In a post accompanying the announcement, Mark Zuckerberg claims that "passively reading articles or watching videos" — as opposed to sharing and commenting on them — leads to less "connection" and more unhappiness, so Facebook will instead force-feed users the content that makes them more responsive — for their own good, of course. "I'm changing the goal I give our product teams from focusing on helping you find relevant content to helping you have more meaningful social interactions," Zuckerberg writes.
This is part of the company's long history of trying to impose "meaning" or "authenticity" on users through its News Feed. But as for what Facebook means by "meaning," or "authenticity," a concept it declares a "key News Feed value," who knows. These aren't defined but asserted as self-evident tautologies. "Meaningful interactions" are the interactions that people find meaningful. But "meaningful" shouldn't be confused with "engaging," because "engagement-bait" is obviously non-meaningful content that people circulate but must be protected from. And it certainly should not be confused with "informative": though Facebook chooses what users see it disclaims any editorial or journalistic responsibility for those choices (one of the classic examples of using algorithms to evade accountability).
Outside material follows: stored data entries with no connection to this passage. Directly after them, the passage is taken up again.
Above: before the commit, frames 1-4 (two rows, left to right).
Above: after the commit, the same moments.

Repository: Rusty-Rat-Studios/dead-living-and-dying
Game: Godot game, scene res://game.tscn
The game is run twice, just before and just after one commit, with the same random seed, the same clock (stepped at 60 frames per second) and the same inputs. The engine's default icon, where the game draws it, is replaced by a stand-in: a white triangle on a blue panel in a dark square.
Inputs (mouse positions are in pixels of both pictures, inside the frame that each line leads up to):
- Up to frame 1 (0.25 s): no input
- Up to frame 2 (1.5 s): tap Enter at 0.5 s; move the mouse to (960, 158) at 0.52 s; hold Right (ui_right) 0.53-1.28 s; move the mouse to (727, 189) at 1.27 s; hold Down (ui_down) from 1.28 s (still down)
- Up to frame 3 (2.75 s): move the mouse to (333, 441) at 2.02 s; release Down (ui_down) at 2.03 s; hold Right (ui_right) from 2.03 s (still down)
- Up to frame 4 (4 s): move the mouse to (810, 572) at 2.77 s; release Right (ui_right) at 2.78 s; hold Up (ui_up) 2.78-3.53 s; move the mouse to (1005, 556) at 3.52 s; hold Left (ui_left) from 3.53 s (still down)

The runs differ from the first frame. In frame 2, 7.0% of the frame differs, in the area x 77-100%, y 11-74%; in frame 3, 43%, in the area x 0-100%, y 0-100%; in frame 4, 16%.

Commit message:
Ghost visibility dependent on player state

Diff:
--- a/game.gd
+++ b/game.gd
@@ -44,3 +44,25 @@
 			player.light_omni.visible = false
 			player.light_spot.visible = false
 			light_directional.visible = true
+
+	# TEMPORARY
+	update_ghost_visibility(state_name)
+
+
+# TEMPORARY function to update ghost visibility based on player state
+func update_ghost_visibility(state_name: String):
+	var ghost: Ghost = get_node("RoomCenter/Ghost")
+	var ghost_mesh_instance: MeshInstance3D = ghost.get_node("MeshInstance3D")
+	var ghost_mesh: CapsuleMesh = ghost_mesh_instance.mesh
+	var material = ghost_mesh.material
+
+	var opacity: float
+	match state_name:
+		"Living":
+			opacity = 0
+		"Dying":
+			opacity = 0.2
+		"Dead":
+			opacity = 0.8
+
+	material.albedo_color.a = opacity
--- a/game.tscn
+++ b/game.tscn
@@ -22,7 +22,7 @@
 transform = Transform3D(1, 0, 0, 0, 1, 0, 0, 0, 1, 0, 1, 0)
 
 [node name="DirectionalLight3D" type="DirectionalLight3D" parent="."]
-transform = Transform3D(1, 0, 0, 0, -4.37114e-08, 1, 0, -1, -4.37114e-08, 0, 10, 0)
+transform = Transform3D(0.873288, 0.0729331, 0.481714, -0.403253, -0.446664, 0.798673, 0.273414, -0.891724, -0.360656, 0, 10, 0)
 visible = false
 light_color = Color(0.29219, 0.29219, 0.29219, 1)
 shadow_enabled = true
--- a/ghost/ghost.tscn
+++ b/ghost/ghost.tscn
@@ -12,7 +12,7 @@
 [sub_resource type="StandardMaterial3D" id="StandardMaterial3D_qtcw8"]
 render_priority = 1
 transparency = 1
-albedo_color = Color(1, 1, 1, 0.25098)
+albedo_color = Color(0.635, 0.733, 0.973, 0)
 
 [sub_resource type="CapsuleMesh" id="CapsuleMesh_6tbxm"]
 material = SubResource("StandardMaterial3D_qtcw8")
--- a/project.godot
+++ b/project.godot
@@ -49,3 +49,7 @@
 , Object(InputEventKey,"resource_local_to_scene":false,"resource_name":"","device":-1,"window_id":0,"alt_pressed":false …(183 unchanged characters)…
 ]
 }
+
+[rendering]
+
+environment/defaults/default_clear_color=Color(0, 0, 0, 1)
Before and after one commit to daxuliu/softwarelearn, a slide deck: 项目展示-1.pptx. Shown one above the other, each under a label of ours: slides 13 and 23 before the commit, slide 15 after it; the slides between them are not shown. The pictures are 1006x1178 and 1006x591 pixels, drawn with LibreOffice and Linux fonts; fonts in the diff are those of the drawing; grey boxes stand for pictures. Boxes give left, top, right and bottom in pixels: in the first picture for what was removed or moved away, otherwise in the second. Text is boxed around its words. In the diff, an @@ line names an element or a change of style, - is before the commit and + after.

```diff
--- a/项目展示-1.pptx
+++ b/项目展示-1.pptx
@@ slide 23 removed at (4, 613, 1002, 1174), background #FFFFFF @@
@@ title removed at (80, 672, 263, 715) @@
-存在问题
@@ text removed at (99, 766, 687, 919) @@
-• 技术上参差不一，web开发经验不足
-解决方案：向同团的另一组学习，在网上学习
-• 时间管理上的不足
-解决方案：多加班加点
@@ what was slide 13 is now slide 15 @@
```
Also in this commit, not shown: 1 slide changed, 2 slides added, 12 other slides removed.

It has no publishing vision, just metrics.
"We feel a responsibility to make sure our services aren’t just fun to use, but also good for people's well-being," Zuckerberg writes, implicitly acknowledging that the site has been engineered to be "fun" at the expense of its users' "well-being." But none of these terms are clarified either. What is "fun" here? Addictiveness? And what is "well-being," besides something "leading experts at universities" apparently know about? And why is "passively" reading things — sometimes known as "thinking" — held up for special suspicion?
It's odd for Zuckerberg to castigate "passivity" as the problem when the News Feed was initially designed to facilitate it. Rather than gather updates on what friends were doing on the site, the News Feed passively compile it all to save you the trouble. It took the RSS model of content delivery and adapted it to Facebook's closed platform, and then it used algorithmic sorting to try to put the most captivating content (as measured by behavior Facebook's interface could capture) on the top. This essentially turned Facebook into a broadcasting platform — "social networking" became "social media."
In the wake of the site's role in spreading false information, the site now wants to change its content mix, so it can claim it has done duly diligent self-regulation. But it is not changing its underlying approach: collect data on people to target them with the "right" information, whatever it feels like calling "meaningful" on any given day. "Bringing people closer together" seems to be the current slogan. The tautological nature of the slogans, and "meaning" and "authenticity" and the rest, all serve as alibis for this business model: capturing audiences, collecting data about them, and then selling ad space accordingly.
Facebook's idea of "bringing people closer together" apparently involves determining which of your "friends and family" get you to use Facebook most and then (a) showing you more of their content while (b) getting them to post more of it. "Meaning," if there is one to this construct, is fully internal to Facebook and to what it measures. If it can't be captured and quantified on the platform, it is not meaningful. Meaningful interaction, ultimately, is just interaction you have on Facebook, nothing more or less.
This sort of interaction is not more active or less passive; it is a kind of collective passivity (or "interpassivity") in which people let Facebook do the interacting for them. If someone's post shows up in my News Feed, I may as well have to talked to them; more so if I "like" it. If we all "interact" with each other this way, we can trap each other in Facebook's loops of programmatic connection — getting "closer" and "closer" still. It's going to mean so much, you're going to be so sick and tired of all the meaning.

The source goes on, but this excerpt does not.